Editorial

Recepção: 10 Setembro 2015
Aprovação: 25 Setembro 2015
Em seu segundo número Laplage em Revista discute a relação entre educação, trabalho e sociedade. O Dossiê, organizado pelos professores Antonio Bosco de Lima, Carlos Alberto Lucena e Fabiane Santana Previtali é atualíssimo não somente pela reunião de textos que dialogam um com outro e transversalmente, mas porque em recorrendo ao trabalho como categoria central aproxima e faculta ao leitor a necessidade de se desenhar encaminhamentos para se pensar as relações que estão presentes no contraditório social e que, no escopo da política de governo ou de Estado precisam ser problematizados, levando-se em conta as necessidades das demandas sociais, de forma recortada na educação.
A análise da relação entre educação, trabalho e sociedade certamente terá muitos desdobramentos e pontos de vistas distintos dos que aqui são apresentados, entretanto, destaca-se que o diferencial do presente número é não apenas analisar reflexivamente os condicionantes pedagógicos ou pontuações acerca de determinando programa ou ênfase particular , mas trazendo à luz os objetivos sociais, políticos e culturais , entender e recorrer sobre o grau de participação, de diálogo e encaminhamento se dispensa para se pensar a educação como estratégia para o desenvolvimento e formação de uma ideia mais ampla de justiça social.

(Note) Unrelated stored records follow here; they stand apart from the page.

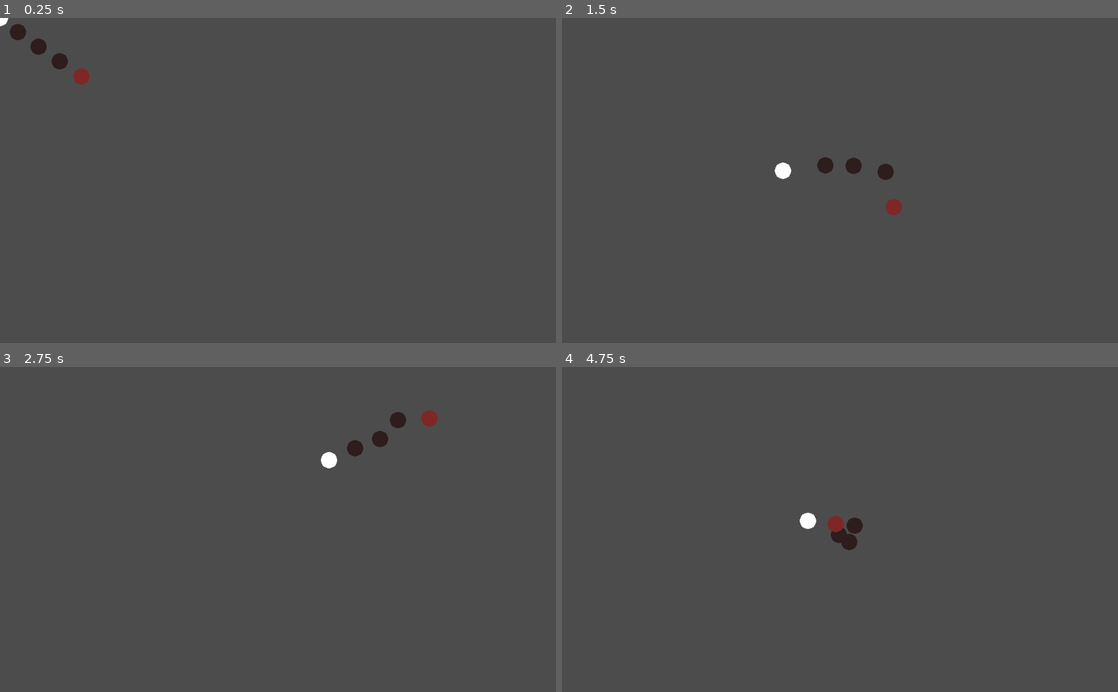
Above: before the commit, frames 1-4 (two rows, left to right).
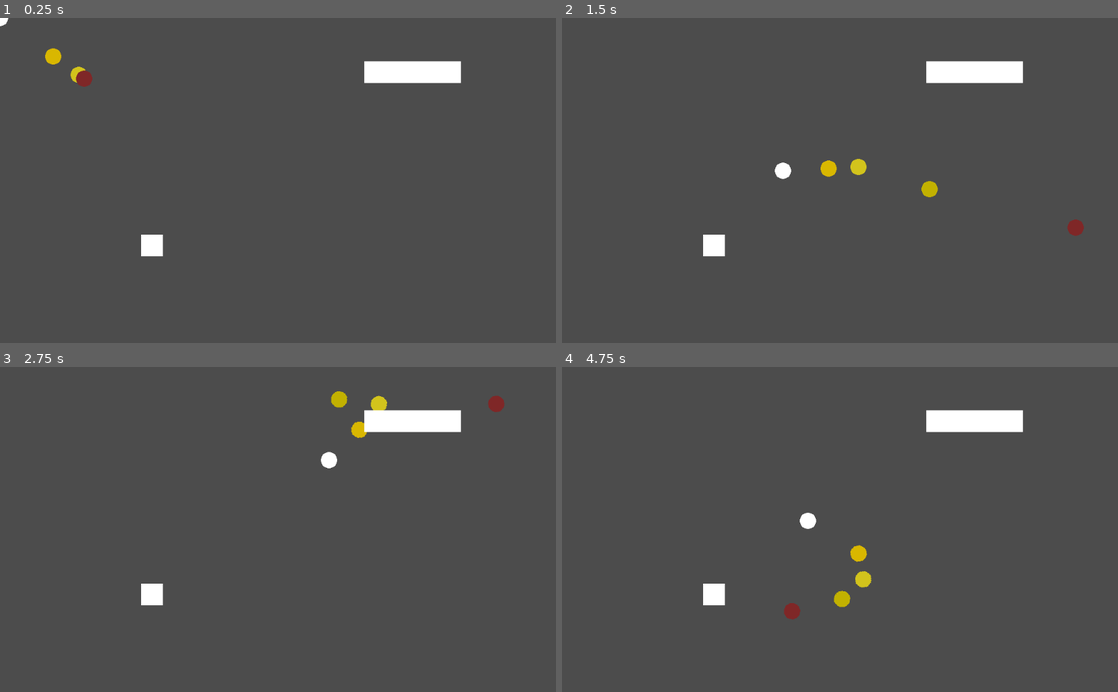
Above: after the commit, the same moments.

Repository: yakotsar/gadot-whip
Game: Godot game, scene res://Node2D.tscn
Two runs of this game, one before a commit and one after it. Both use one fixed random seed, a clock stepped at 60 frames per second and the inputs below.
Inputs (mouse positions are in pixels of both pictures, inside the frame that each line leads up to):
- Up to frame 1 (0.25 s): no input
- Up to frame 2 (1.5 s): move the mouse to (962, 164) at 0.52 s; click (962, 164) at 0.67 s; move the mouse to (728, 196) at 1.27 s; click (728, 196) at 1.42 s
- Up to frame 3 (2.75 s): move the mouse to (333, 458) at 2.02 s; click (333, 458) at 2.17 s
- Up to frame 4 (4.75 s): move the mouse to (812, 594) at 2.77 s; click (812, 594) at 2.92 s; move the mouse to (1006, 578) at 3.52 s; click (1006, 578) at 3.67 s; move the mouse to (673, 480) at 4.27 s; click (673, 480) at 4.42 s

The runs differ from the first frame. In frame 1, 2.0% of the frame differs, in the area x 1-83%, y 1-74%; in frame 2, 2.2%; in frame 3, 2.1%; in frame 4, 2.4%, in the area x 25-83%, y 13-78%.

Commit message:
I dont want to use clamping

Diff:
--- a/Node2D.tscn
+++ b/Node2D.tscn
@@ -6,18 +6,14 @@
 [sub_resource type="CircleShape2D" id=1]
 radius = 14.0357
 
+[sub_resource type="RectangleShape2D" id=2]
+extents = Vector2( 89, 20 )
+
 [node name="Node2D" type="Node2D"]
 
-[node name="Label" type="Label" parent="."]
-margin_left = -147.0
-margin_top = -77.0
-margin_right = -20.0
-margin_bottom = -29.0
-text = "Todo List:
-1. 2 physics objects
-2. connected"
-
 [node name="KinematicBody2D" type="KinematicBody2D" parent="."]
+collision_layer = 0
+collision_mask = 2
 script = ExtResource( 1 )
 __meta__ = {
 "_edit_group_": true
@@ -34,7 +30,7 @@
 [node name="RigidBody2D" type="RigidBody2D" parent="."]
 position = Vector2( 155, 109 )
 collision_layer = 0
-collision_mask = 0
+collision_mask = 2
 linear_damp = 1.0
 script = ExtResource( 2 )
 __meta__ = {
@@ -42,18 +38,18 @@
 }
 linked_path = NodePath("../KinematicBody2D")
 
+[node name="Polygon2D2" type="Polygon2D" parent="RigidBody2D"]
+color = Color( 0.854902, 0.721569, 0, 1 )
+offset = Vector2( -5, 0 )
+polygon = PoolVector2Array( -10, 0, -10, -3, -9, -3, -9, -6, -8, -6, -8, -8, -7, -8, -7, -10, -6, -10, -6, -11, -5, -11, -5, -12, -3, -12, -3, -13, -1, -13, -1, -14, 2, -14, 2, -15, 5, -15, 8, -15, 8, -14, 11, -14, 11, -13, 13, -13, 13, -12, 15, -12, 15, -11, 16, -11, 16, -10, 17, -10, 17, -8, 18, -8, 18, -6, 19, -6, 19, -3, 20, -3, 20, 0, 20, 3, 19, 3, 19, 6, 18, 6, 18, 8, 17, 8, 17, 10, 16, 10, 16, 11, 15, 11, 15, 12, 13, 12, 13, 13, 11, 13, 11, 14, 8, 14, 8, 15, 4.97791, 15, 2, 15, 2, 14, -1, 14, -1, 13, -3, 13, -3, 12, -5, 12, -5, 11, -6, 11, -6, 10, -7, 10, -7, 8, -8, 8, -8, 6, -9, 6, -9, 3, -10, 3 )
+
 [node name="CollisionShape2D2" type="CollisionShape2D" parent="RigidBody2D"]
 shape = SubResource( 1 )
-
-[node name="Polygon2D2" type="Polygon2D" parent="RigidBody2D"]
-color = Color( 0.184314, 0.117647, 0.117647, 1 )
-offset = Vector2( -5, 0 )
-polygon = PoolVector2Array( -10, 0, -10, -3, -9, -3, -9, -6, -8, -6, -8, -8, -7, -8, -7, -10, -6, -10, -6, -11, -5, -11, -5, -12, -3, -12, -3, -13, -1, -13, -1, -14, 2, -14, 2, -15, 5, -15, 8, -15, 8, -14, 11, -14, 11, -13, 13, -13, 13, -12, 15, -12, 15, -11, 16, -11, 16, -10, 17, -10, 17, -8, 18, -8, 18, -6, 19, -6, 19, -3, 20, -3, 20, 0, 20, 3, 19, 3, 19, 6, 18, 6, 18, 8, 17, 8, 17, 10, 16, 10, 16, 11, 15, 11, 15, 12, 13, 12, 13, 13, 11, 13, 11, 14, 8, 14, 8, 15, 4.97791, 15, 2, 15, 2, 14, -1, 14, -1, 13, -3, 13, -3, 12, -5, 12, -5, 11, -6, 11, -6, 10, -7, 10, -7, 8, -8, 8, -8, 6, -9, 6, -9, 3, -10, 3 )
 
 [node name="RigidBody2D2" type="RigidBody2D" parent="."]
 position = Vector2( 155, 109 )
 collision_layer = 0
-collision_mask = 0
+collision_mask = 2
 linear_damp = 1.0
 script = ExtResource( 2 )
 __meta__ = {
@@ -61,18 +57,18 @@
 }
 linked_path = NodePath("../RigidBody2D")
 
+[node name="Polygon2D2" type="Polygon2D" parent="RigidBody2D2"]
+color = Color( 0.827451, 0.768627, 0.113725, 1 )
+offset = Vector2( -5, 0 )
+polygon = PoolVector2Array( -10, 0, -10, -3, -9, -3, -9, -6, -8, -6, -8, -8, -7, -8, -7, -10, -6, -10, -6, -11, -5, -11, -5, -12, -3, -12, -3, -13, -1, -13, -1, -14, 2, -14, 2, -15, 5, -15, 8, -15, 8, -14, 11, -14, 11, -13, 13, -13, 13, -12, 15, -12, 15, -11, 16, -11, 16, -10, 17, -10, 17, -8, 18, -8, 18, -6, 19, -6, 19, -3, 20, -3, 20, 0, 20, 3, 19, 3, 19, 6, 18, 6, 18, 8, 17, 8, 17, 10, 16, 10, 16, 11, 15, 11, 15, 12, 13, 12, 13, 13, 11, 13, 11, 14, 8, 14, 8, 15, 4.97791, 15, 2, 15, 2, 14, -1, 14, -1, 13, -3, 13, -3, 12, -5, 12, -5, 11, -6, 11, -6, 10, -7, 10, -7, 8, -8, 8, -8, 6, -9, 6, -9, 3, -10, 3 )
+
 [node name="CollisionShape2D2" type="CollisionShape2D" parent="RigidBody2D2"]
 shape = SubResource( 1 )
-
-[node name="Polygon2D2" type="Polygon2D" parent="RigidBody2D2"]
-color = Color( 0.184314, 0.117647, 0.117647, 1 )
-offset = Vector2( -5, 0 )
-polygon = PoolVector2Array( -10, 0, -10, -3, -9, -3, -9, -6, -8, -6, -8, -8, -7, -8, -7, -10, -6, -10, -6, -11, -5, -11, -5, -12, -3, -12, -3, -13, -1, -13, -1, -14, 2, -14, 2, -15, 5, -15, 8, -15, 8, -14, 11, -14, 11, -13, 13, -13, 13, -12, 15, -12, 15, -11, 16, -11, 16, -10, 17, -10, 17, -8, 18, -8, 18, -6, 19, -6, 19, -3, 20, -3, 20, 0, 20, 3, 19, 3, 19, 6, 18, 6, 18, 8, 17, 8, 17, 10, 16, 10, 16, 11, 15, 11, 15, 12, 13, 12, 13, 13, 11, 13, 11, 14, 8, 14, 8, 15, 4.97791, 15, 2, 15, 2, 14, -1, 14, -1, 13, -3, 13, -3, 12, -5, 12, -5, 11, -6, 11, -6, 10, -7, 10, -7, 8, -8, 8, -8, 6, -9, 6, -9, 3, -10, 3 )
 
 [node name="RigidBody2D3" type="RigidBody2D" parent="."]
 position = Vector2( 155, 109 )
 collision_layer = 0
-collision_mask = 0
+collision_mask = 2
 linear_damp = 1.0
 script = ExtResource( 2 )
 __meta__ = {
@@ -80,18 +76,18 @@
 }
 linked_path = NodePath("../RigidBody2D2")
 
+[node name="Polygon2D2" type="Polygon2D" parent="RigidBody2D3"]
+color = Color( 0.764706, 0.698039, 0, 1 )
+offset = Vector2( -5, 0 )
+polygon = PoolVector2Array( -10, 0, -10, -3, -9, -3, -9, -6, -8, -6, -8, -8, -7, -8, -7, -10, -6, -10, -6, -11, -5, -11, -5, -12, -3, -12, -3, -13, -1, -13, -1, -14, 2, -14, 2, -15, 5, -15, 8, -15, 8, -14, 11, -14, 11, -13, 13, -13, 13, -12, 15, -12, 15, -11, 16, -11, 16, -10, 17, -10, 17, -8, 18, -8, 18, -6, 19, -6, 19, -3, 20, -3, 20, 0, 20, 3, 19, 3, 19, 6, 18, 6, 18, 8, 17, 8, 17, 10, 16, 10, 16, 11, 15, 11, 15, 12, 13, 12, 13, 13, 11, 13, 11, 14, 8, 14, 8, 15, 4.97791, 15, 2, 15, 2, 14, -1, 14, -1, 13, -3, 13, -3, 12, -5, 12, -5, 11, -6, 11, -6, 10, -7, 10, -7, 8, -8, 8, -8, 6, -9, 6, -9, 3, -10, 3 )
+
 [node name="CollisionShape2D2" type="CollisionShape2D" parent="RigidBody2D3"]
 shape = SubResource( 1 )
-
-[node name="Polygon2D2" type="Polygon2D" parent="RigidBody2D3"]
-color = Color( 0.184314, 0.117647, 0.117647, 1 )
-offset = Vector2( -5, 0 )
-polygon = PoolVector2Array( -10, 0, -10, -3, -9, -3, -9, -6, -8, -6, -8, -8, -7, -8, -7, -10, -6, -10, -6, -11, -5, -11, -5, -12, -3, -12, -3, -13, -1, -13, -1, -14, 2, -14, 2, -15, 5, -15, 8, -15, 8, -14, 11, -14, 11, -13, 13, -13, 13, -12, 15, -12, 15, -11, 16, -11, 16, -10, 17, -10, 17, -8, 18, -8, 18, -6, 19, -6, 19, -3, 20, -3, 20, 0, 20, 3, 19, 3, 19, 6, 18, 6, 18, 8, 17, 8, 17, 10, 16, 10, 16, 11, 15, 11, 15, 12, 13, 12, 13, 13, 11, 13, 11, 14, 8, 14, 8, 15, 4.97791, 15, 2, 15, 2, 14, -1, 14, -1, 13, -3, 13, -3, 12, -5, 12, -5, 11, -6, 11, -6, 10, -7, 10, -7, 8, -8, 8, -8, 6, -9, 6, -9, 3, -10, 3 )
 
 [node name="RigidBody2D4" type="RigidBody2D" parent="."]
 position = Vector2( 155, 109 )
 collision_layer = 0
-collision_mask = 0
+collision_mask = 2
 linear_damp = 1.0
 script = ExtResource( 2 )
 __meta__ = {
@@ -106,3 +102,27 @@
 color = Color( 0.501961, 0.156863, 0.156863, 1 )
 offset = Vector2( -5, 0 )
 polygon = PoolVector2Array( -10, 0, -10, -3, -9, -3, -9, -6, -8, -6, -8, -8, -7, -8, -7, -10, -6, -10, -6, -11, -5, -11 …(493 unchanged characters)…
+
+[node name="StaticBody2D" type="StaticBody2D" parent="."]
+position = Vector2( 280, 420 )
+collision_layer = 2
+collision_mask = 0
+
+[node name="Polygon2D" type="Polygon2D" parent="StaticBody2D"]
+position = Vector2( 0, 0.0553589 )
+polygon = PoolVector2Array( -20, -20.0554, -20, 19.9446, 20, 19.9446, 20, -20.0554 )
+
+[node name="CollisionShape2D" type="CollisionShape2D" parent="StaticBody2D"]
+shape = SubResource( 2 )
+
+[node name="StaticBody2D2" type="StaticBody2D" parent="."]
+position = Vector2( 760, 100 )
+collision_layer = 2
+collision_mask = 0
+
+[node name="Polygon2D" type="Polygon2D" parent="StaticBody2D2"]
+position = Vector2( 0, 0.0553589 )
+polygon = PoolVector2Array( -89, -20.0554, -89, 19.9446, 89, 19.9446, 89, -20.0554 )
+
+[node name="CollisionShape2D" type="CollisionShape2D" parent="StaticBody2D2"]
+shape = SubResource( 2 )
--- a/RigidBody2D.gd
+++ b/RigidBody2D.gd
@@ -9,7 +9,7 @@
 
 func _integrate_forces(state):
 	var xform = state.get_transform()
-	if (linked_to.position - position).length() > chain_length:
+	if Input.is_mouse_button_pressed(BUTTON_LEFT) and (linked_to.position - position).length() > chain_length:
 
 		chain = linked_to.position - position
 		chain = chain.clamped(chain_length)
@@ -27,4 +27,6 @@
 		if linked_to is KinematicBody2D:
 			impulse_strength = 100
 		#print(impulse_strength)
+		chain = linked_to.position - position
+		chain = chain.clamped(chain_length)
 		apply_impulse(Vector2.ZERO, chain.normalized()*impulse_strength*0.5)
Not shown: 1 places in Node2D.tscn that only renumber resources

Sabe-se que a justiça social em seu sentido amplo tem como fundamento o combate à privação do direito constituído e a abertura para a edificação de espaços, tempos e reflexões que inibam a perversidade social, tarefa complexa e que solicita o comprometimento de distintos agentes e instituições que representam concretamente a perspectiva democrática e recorrências do coletivo nessa arena. Se não se consegue avançar na tipologia do trabalho que emancipa, na argumentação de que a escola, a universidade e a educação formal como um todo não conseguem democratizar o ensino (e de qualidade desejada) e de que a perspectiva coletiva ao longo do tempo histórico tem caminhado pouco nessa direção, certamente é porque as graves questões estruturais não foram de forma exaustiva e recorrente colocadas em xeque, por outro lado, nos interstícios históricos as dimensões epistemológicas, sociais, políticas e pedagógicas tem logrado relativos avances e percebeu-se, nesse conjuntura, que a ampliação desses encaminhamentos pode ser considerada, desde que manifesta por distintos segmentos e suas representações constituídas e legitimadas. Ainda assim susceptíveis a alterações e contenções ora como política de governo, ora como política de Estado.

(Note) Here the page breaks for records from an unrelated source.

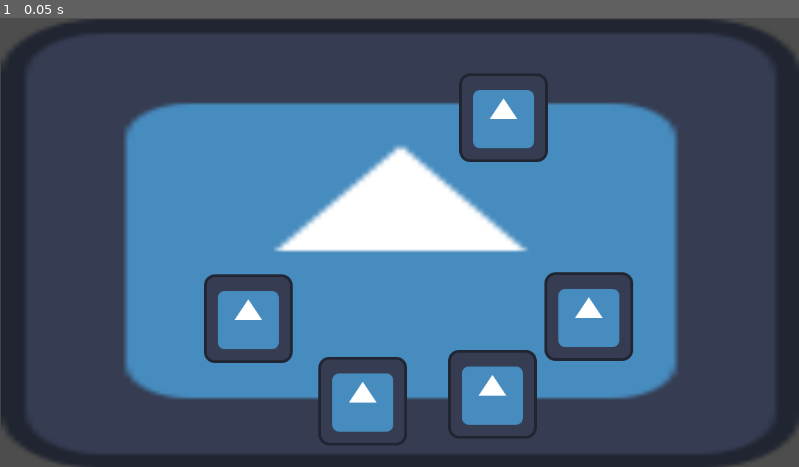
Above: before the commit, frame 1.
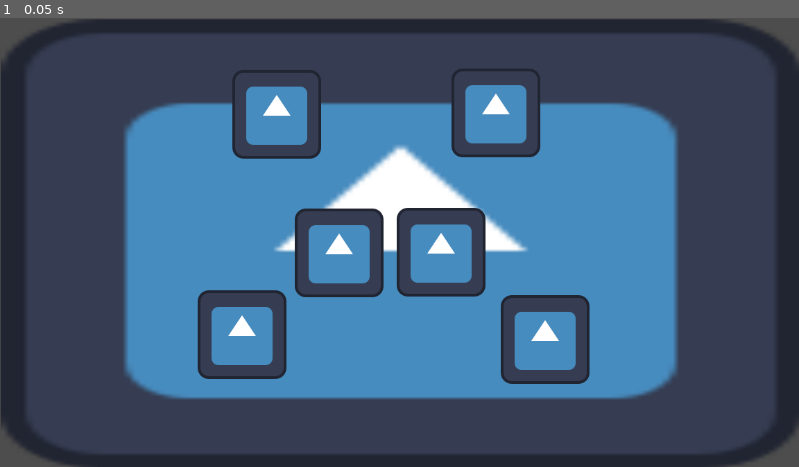
Above: after the commit, the same moment.

Repository: Artocus/Learn-Godot
Game: Godot game, scene res://node_2d.tscn
The game is run twice, just before and just after one commit, with the same random seed, the same clock (stepped at 60 frames per second) and the same inputs. The engine's default icon, where the game draws it, is replaced by a stand-in: a white triangle on a blue panel in a dark square.
Inputs:
- Up to frame 1 (0.05 s): no input

The runs differ from the first frame. In frame 1, 12% of the frame differs, in the area x 24-80%, y 11-96%.

Commit message:
Update node_2d.tscn
changed it

Diff:
--- a/node_2d.tscn
+++ b/node_2d.tscn
@@ -10,21 +10,25 @@
 texture = ExtResource("1_wtcfe")
 
 [node name="Icon2" type="Sprite2D" parent="."]
-position = Vector2(726, 144)
+position = Vector2(399, 139)
 texture = ExtResource("1_wtcfe")
 
 [node name="Icon3" type="Sprite2D" parent="."]
-position = Vector2(358, 434)
+position = Vector2(349, 457)
 texture = ExtResource("1_wtcfe")
 
 [node name="Icon4" type="Sprite2D" parent="."]
-position = Vector2(523, 553)
+position = Vector2(489, 339)
 texture = ExtResource("1_wtcfe")
 
 [node name="Icon5" type="Sprite2D" parent="."]
-position = Vector2(710, 543)
+position = Vector2(636, 338)
+texture = ExtResource("1_wtcfe")
+
+[node name="Icon5" type="Sprite2D" parent="Icon5"]
+position = Vector2(150, 126)
 texture = ExtResource("1_wtcfe")
 
 [node name="Icon6" type="Sprite2D" parent="."]
-position = Vector2(849, 431)
+position = Vector2(715, 137)
 texture = ExtResource("1_wtcfe")

Isso ocorre no seio do contexto capitalista por conta de o Estado estar: a serviço de quem?; de que ou qual modelo econômico?; na defesa de qual tipologia do sujeito a ser formado e para qual sociedade? Comprometido na elaboração e difusão da justiça social em seu sentido amplo ou na transferência de suas responsabilidades para outros setores?

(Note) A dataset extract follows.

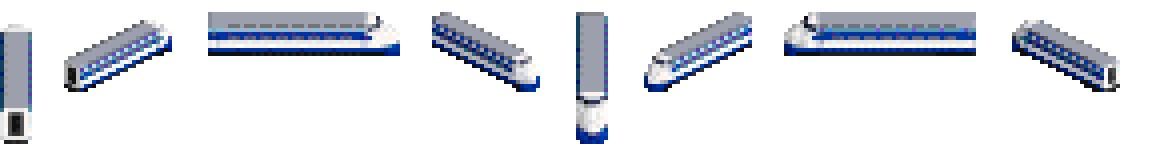
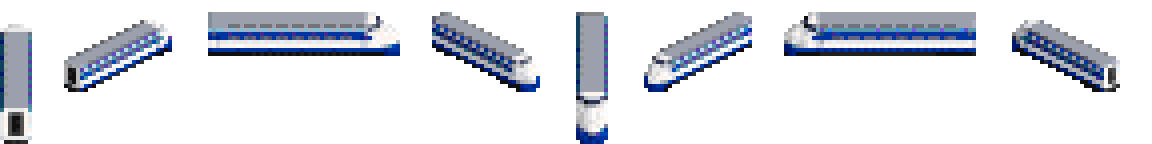
Layer changes from the first 1152 × 144 image to the second:
added layer "touchup" above "1x" over [left=436, top=48, right=512, bottom=88]

Ao acompanhar essas nuances, cada educador, pesquisador e cidadãos devem refletir que a lógica colocada para se avaliar a qualidade de educação que se tem e que se deve desdobrar para se alcançar escores como os demandados pelos testes estandartizados mundialmente, pensando num nível qualitativo acordado, requer uma contra-lógica ou uma nova lógica, ou seja, a performance da escola, da universidade, do trabalho do professor, da dimensão da precarização do trabalho e sua correspondente mais-valia são resultantes do modelo hegemônico que, crise após crise, justifica a adequação de novos arranjos face as necessidades e novas exigências do mercado. Não é sem propósito que a discussão sobre a democratização da educação tornou-se um discurso comum nas políticas de Estados, nas ênfases e intencionalidades materializados em projetos, programas e símiles por organismos multilaterais, concorrentemente com os movimentos sociais, grupos de docentes organizados, universidades e centros de pesquisa. Se tal centralidade é identificada como ponto que necessita cuidados e políticas pertinentes é porque as questões que anteriormente enfocamos solicitam uma devolutiva, mas não é tão simples assim a problematização daí derivada e implicações que devem ser consideradas.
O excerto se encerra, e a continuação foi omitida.